- **EXERCISE AIM**: Only the lines below starting at the one that contains "for side in" and ending at the one that contains "result = result.cut(inner_groove).cut(outer_groove)" are to be reproduced, exactly and with both ends kept.

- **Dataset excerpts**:
^^^^^^^^^^^^^^^^

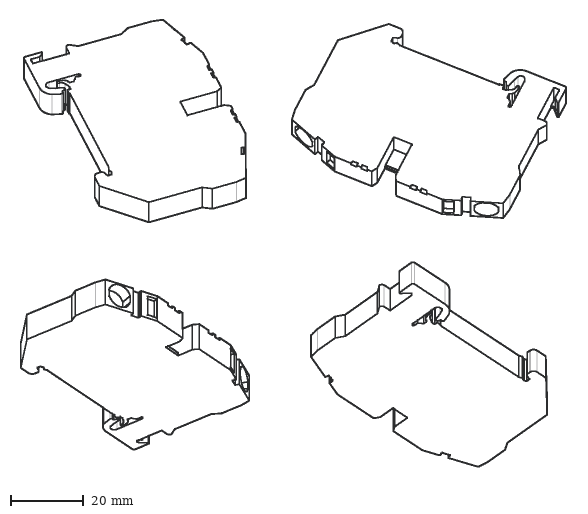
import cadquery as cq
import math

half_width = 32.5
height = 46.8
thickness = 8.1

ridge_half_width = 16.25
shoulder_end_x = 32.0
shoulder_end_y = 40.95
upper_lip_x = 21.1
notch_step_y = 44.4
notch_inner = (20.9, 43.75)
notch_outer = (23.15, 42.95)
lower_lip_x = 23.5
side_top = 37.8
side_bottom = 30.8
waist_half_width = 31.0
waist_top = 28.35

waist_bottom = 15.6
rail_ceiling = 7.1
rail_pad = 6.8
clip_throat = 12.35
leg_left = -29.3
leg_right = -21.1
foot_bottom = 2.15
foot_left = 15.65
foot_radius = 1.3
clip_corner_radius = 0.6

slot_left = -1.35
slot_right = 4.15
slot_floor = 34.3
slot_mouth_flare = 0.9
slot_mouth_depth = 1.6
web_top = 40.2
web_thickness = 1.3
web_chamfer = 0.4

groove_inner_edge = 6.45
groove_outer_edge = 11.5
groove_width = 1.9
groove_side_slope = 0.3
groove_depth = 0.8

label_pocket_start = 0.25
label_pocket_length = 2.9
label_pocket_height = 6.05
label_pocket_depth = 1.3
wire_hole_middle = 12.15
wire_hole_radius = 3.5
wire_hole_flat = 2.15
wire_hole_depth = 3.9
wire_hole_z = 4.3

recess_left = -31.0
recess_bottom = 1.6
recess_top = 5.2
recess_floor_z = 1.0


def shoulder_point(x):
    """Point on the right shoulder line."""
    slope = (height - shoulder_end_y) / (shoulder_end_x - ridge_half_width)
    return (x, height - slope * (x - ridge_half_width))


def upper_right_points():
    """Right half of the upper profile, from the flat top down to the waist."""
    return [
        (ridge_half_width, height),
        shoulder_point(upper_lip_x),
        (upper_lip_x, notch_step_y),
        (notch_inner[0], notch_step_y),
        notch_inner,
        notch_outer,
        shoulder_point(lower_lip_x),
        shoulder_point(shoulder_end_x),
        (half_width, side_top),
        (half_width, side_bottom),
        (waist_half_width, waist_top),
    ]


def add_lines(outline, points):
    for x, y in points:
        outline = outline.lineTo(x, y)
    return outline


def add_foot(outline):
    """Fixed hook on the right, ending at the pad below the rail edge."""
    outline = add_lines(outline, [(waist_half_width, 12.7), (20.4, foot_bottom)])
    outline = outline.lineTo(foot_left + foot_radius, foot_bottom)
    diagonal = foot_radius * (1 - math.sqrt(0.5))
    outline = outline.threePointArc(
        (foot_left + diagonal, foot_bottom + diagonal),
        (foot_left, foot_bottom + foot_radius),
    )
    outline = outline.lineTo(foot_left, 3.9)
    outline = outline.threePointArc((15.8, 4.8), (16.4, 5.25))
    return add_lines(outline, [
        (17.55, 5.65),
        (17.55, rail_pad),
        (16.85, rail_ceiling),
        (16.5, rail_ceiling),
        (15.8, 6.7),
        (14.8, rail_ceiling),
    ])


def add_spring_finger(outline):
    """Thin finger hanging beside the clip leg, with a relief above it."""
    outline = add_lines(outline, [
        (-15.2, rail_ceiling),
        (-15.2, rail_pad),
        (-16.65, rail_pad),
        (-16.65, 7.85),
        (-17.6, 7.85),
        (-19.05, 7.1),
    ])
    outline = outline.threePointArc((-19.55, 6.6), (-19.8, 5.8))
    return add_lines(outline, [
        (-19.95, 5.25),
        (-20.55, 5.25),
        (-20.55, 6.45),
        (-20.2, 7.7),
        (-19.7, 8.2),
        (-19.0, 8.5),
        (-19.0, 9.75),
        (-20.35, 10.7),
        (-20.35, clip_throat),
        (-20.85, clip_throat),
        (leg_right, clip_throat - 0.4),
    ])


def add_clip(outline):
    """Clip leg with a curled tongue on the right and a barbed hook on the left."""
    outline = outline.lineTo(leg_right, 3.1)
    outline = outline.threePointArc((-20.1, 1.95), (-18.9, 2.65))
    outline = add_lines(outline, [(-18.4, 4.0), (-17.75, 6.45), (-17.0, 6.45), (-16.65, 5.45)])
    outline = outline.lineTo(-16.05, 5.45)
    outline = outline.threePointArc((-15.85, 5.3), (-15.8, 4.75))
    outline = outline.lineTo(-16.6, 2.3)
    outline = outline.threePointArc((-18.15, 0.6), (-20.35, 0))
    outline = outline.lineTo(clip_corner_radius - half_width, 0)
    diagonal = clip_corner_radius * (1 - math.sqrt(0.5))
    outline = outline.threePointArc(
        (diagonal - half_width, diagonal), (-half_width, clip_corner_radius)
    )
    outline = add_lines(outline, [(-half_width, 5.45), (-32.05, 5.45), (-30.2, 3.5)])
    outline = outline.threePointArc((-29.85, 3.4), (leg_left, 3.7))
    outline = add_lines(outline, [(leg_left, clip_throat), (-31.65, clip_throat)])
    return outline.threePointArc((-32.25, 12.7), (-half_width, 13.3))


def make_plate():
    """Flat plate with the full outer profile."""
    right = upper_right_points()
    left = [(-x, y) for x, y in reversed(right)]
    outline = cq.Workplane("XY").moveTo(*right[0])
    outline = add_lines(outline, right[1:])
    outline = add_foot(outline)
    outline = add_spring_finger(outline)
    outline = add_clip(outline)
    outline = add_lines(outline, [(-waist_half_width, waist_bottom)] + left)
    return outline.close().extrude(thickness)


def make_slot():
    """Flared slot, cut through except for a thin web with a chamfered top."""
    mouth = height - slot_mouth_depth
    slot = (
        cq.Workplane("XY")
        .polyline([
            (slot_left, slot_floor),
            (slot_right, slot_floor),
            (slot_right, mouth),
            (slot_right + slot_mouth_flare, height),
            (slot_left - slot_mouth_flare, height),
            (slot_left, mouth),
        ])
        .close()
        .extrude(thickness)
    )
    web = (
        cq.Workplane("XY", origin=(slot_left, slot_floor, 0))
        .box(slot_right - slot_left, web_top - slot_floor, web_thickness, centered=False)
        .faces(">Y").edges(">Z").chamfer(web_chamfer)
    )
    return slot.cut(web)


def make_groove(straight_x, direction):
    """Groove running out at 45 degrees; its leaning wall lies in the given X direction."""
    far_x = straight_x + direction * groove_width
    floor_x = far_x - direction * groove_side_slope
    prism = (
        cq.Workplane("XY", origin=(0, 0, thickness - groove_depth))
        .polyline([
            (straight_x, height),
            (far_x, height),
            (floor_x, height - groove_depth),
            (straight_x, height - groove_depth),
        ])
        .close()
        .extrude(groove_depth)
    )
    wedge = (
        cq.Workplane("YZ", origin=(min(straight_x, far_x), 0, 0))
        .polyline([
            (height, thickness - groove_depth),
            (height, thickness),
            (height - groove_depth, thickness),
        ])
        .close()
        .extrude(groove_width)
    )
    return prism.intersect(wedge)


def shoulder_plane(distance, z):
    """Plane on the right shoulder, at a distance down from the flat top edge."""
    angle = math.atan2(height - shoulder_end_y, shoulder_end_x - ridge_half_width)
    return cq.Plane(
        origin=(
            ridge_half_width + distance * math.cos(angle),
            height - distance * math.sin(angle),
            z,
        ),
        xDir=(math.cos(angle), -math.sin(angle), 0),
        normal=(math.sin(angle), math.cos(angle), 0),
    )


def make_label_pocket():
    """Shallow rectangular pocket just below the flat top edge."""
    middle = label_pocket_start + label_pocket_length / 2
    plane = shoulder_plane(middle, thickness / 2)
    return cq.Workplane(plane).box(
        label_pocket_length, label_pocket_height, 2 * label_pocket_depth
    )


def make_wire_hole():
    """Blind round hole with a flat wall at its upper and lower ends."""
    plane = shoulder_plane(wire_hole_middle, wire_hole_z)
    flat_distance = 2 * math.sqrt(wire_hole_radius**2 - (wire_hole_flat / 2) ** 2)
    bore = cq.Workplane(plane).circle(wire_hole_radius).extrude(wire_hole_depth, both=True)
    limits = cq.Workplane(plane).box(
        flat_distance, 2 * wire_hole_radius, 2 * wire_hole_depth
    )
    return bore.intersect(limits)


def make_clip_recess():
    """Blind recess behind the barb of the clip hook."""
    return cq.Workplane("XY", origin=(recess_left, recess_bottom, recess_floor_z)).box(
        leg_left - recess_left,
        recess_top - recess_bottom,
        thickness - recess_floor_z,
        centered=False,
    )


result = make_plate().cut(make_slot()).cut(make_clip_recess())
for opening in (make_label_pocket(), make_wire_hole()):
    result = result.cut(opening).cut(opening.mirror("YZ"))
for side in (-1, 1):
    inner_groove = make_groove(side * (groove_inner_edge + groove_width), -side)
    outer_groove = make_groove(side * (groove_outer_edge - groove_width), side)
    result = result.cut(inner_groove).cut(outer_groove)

^^^^^^^^^^^^^^^^

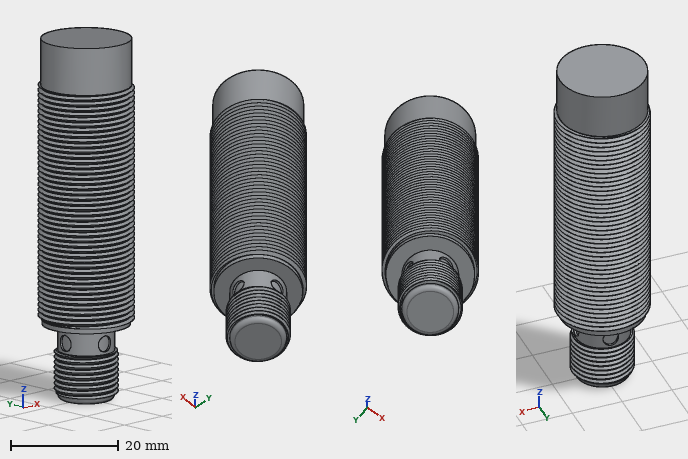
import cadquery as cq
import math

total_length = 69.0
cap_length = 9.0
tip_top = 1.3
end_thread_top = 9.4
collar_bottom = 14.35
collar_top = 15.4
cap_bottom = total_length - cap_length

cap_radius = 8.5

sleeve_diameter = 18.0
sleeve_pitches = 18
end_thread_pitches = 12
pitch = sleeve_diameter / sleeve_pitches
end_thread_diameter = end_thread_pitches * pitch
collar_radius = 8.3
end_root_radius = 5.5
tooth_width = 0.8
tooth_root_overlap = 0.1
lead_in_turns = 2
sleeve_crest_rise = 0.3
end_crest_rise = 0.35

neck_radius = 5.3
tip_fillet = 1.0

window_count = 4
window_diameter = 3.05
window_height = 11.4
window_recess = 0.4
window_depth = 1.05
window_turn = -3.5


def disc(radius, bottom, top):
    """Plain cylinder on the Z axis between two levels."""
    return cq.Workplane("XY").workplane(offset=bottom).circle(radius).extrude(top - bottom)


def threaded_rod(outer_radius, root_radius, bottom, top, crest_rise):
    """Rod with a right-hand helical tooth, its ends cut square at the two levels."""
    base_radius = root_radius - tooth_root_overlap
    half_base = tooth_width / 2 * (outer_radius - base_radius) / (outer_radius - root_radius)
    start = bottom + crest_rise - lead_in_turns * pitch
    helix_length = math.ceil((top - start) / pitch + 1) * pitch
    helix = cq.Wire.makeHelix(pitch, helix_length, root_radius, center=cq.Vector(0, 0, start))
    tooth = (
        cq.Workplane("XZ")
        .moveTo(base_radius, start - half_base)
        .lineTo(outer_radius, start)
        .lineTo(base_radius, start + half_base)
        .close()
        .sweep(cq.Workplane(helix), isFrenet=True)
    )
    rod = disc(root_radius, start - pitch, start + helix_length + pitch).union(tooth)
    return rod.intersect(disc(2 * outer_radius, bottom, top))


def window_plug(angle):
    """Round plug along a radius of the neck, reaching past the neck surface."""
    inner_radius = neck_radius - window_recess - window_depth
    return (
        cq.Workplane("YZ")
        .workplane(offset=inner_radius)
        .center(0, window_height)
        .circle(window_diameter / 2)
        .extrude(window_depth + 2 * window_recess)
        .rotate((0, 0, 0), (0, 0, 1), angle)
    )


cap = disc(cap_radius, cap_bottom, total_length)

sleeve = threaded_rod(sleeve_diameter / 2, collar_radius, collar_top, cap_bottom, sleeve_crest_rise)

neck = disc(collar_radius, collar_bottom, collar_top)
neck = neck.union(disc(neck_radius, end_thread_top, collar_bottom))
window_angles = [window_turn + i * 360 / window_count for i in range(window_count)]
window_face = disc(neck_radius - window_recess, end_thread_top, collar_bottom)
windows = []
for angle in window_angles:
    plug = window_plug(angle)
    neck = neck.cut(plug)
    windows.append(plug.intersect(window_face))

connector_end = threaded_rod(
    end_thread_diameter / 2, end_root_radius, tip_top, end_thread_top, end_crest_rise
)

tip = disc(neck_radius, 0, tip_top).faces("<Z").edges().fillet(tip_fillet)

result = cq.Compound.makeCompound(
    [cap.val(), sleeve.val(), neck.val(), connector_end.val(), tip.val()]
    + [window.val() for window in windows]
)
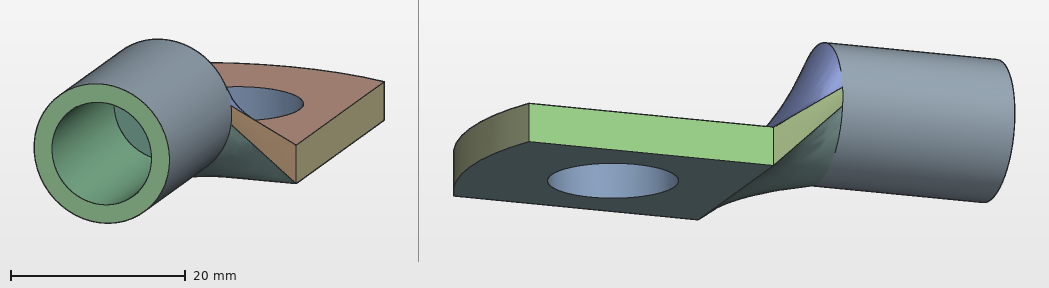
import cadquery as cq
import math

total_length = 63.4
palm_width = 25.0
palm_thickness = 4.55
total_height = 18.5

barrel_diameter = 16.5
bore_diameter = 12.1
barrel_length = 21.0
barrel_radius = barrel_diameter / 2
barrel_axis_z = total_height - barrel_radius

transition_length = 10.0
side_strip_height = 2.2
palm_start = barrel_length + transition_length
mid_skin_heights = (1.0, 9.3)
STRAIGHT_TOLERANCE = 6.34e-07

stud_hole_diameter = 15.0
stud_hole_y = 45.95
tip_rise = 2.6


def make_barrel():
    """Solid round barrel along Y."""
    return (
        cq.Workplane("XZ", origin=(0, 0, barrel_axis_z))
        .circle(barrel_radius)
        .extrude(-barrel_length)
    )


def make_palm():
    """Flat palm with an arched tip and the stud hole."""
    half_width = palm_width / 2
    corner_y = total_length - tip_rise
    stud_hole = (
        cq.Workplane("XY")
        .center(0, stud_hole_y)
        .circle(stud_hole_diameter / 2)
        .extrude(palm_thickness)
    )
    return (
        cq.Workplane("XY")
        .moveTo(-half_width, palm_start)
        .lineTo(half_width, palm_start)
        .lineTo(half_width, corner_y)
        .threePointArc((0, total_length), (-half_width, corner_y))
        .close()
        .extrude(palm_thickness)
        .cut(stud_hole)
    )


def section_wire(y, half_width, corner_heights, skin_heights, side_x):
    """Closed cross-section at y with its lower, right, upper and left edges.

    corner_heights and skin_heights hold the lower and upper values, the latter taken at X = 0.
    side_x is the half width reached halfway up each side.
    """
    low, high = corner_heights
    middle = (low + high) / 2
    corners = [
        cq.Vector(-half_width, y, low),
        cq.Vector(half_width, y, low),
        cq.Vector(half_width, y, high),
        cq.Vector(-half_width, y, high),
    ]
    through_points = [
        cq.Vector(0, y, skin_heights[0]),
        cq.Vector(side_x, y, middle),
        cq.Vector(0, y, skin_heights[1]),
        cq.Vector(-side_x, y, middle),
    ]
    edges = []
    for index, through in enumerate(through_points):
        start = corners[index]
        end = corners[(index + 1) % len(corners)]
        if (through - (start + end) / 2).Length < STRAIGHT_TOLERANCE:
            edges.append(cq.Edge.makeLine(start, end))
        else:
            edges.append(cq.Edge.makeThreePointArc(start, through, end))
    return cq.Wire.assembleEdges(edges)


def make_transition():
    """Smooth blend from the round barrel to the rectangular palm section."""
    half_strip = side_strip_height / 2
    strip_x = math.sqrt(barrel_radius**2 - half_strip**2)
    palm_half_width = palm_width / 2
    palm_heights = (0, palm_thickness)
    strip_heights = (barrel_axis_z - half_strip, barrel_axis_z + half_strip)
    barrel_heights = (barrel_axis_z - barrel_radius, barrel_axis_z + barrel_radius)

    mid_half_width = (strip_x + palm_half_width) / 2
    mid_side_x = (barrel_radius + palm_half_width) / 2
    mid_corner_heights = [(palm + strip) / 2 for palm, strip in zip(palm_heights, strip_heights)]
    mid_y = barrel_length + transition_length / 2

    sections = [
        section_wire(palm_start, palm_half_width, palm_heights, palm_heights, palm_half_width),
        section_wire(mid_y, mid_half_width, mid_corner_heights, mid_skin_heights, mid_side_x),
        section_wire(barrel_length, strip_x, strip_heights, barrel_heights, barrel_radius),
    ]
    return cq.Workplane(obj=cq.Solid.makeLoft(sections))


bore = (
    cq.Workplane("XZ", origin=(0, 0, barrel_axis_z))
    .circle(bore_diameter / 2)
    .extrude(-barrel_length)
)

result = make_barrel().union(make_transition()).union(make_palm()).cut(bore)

^^^^^^^^^^^^^^^^

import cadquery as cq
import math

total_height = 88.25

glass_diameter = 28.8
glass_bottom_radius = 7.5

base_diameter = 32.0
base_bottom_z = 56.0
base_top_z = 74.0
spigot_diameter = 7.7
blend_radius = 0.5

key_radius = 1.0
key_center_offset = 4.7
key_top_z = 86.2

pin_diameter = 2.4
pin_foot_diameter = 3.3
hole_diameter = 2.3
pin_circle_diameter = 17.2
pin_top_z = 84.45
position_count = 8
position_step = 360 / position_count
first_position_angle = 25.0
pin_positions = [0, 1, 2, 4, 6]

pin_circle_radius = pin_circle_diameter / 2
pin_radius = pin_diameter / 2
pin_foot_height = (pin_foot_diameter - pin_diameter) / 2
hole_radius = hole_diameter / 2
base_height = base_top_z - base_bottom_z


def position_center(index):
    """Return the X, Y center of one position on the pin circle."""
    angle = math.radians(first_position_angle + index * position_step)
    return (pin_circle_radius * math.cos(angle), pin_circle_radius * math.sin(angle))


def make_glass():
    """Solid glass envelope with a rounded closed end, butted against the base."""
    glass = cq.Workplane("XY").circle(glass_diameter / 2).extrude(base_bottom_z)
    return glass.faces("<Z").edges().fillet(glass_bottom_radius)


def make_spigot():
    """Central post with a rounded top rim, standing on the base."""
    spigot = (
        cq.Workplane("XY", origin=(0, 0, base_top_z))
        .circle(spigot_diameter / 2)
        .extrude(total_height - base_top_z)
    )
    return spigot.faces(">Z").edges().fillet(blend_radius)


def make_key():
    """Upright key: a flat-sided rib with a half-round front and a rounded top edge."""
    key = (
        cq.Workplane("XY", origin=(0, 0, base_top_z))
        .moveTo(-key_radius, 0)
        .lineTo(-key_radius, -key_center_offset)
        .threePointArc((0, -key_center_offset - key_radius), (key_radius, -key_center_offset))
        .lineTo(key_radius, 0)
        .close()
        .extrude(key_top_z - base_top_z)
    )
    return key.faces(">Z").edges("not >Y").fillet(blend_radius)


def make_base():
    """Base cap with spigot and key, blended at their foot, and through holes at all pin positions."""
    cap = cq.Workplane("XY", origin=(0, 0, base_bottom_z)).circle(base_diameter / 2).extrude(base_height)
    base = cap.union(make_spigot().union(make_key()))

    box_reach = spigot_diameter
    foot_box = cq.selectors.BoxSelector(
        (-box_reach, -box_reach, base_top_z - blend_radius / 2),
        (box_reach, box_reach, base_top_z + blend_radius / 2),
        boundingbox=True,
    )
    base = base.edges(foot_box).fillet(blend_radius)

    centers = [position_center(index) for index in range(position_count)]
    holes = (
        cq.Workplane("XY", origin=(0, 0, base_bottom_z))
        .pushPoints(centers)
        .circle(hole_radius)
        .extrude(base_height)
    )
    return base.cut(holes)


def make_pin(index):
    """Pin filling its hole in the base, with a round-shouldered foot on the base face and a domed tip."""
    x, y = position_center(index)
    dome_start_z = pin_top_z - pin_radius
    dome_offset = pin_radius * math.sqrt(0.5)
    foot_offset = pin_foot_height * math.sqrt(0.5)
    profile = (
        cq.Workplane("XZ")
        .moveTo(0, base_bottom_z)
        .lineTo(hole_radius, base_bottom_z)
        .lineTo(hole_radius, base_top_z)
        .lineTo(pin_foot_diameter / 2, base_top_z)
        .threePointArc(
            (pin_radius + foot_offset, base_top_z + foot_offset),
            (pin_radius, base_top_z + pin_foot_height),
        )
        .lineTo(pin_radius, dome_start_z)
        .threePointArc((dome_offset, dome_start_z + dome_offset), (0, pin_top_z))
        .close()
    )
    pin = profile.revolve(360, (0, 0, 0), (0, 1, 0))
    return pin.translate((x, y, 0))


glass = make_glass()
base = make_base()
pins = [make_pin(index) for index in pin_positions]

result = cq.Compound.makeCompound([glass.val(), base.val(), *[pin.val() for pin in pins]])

^^^^^^^^^^^^^^^^

- **COMPLETED EXERCISE**:
for side in (-1, 1):
    inner_groove = make_groove(side * (groove_inner_edge + groove_width), -side)
    outer_groove = make_groove(side * (groove_outer_edge - groove_width), side)
    result = result.cut(inner_groove).cut(outer_groove)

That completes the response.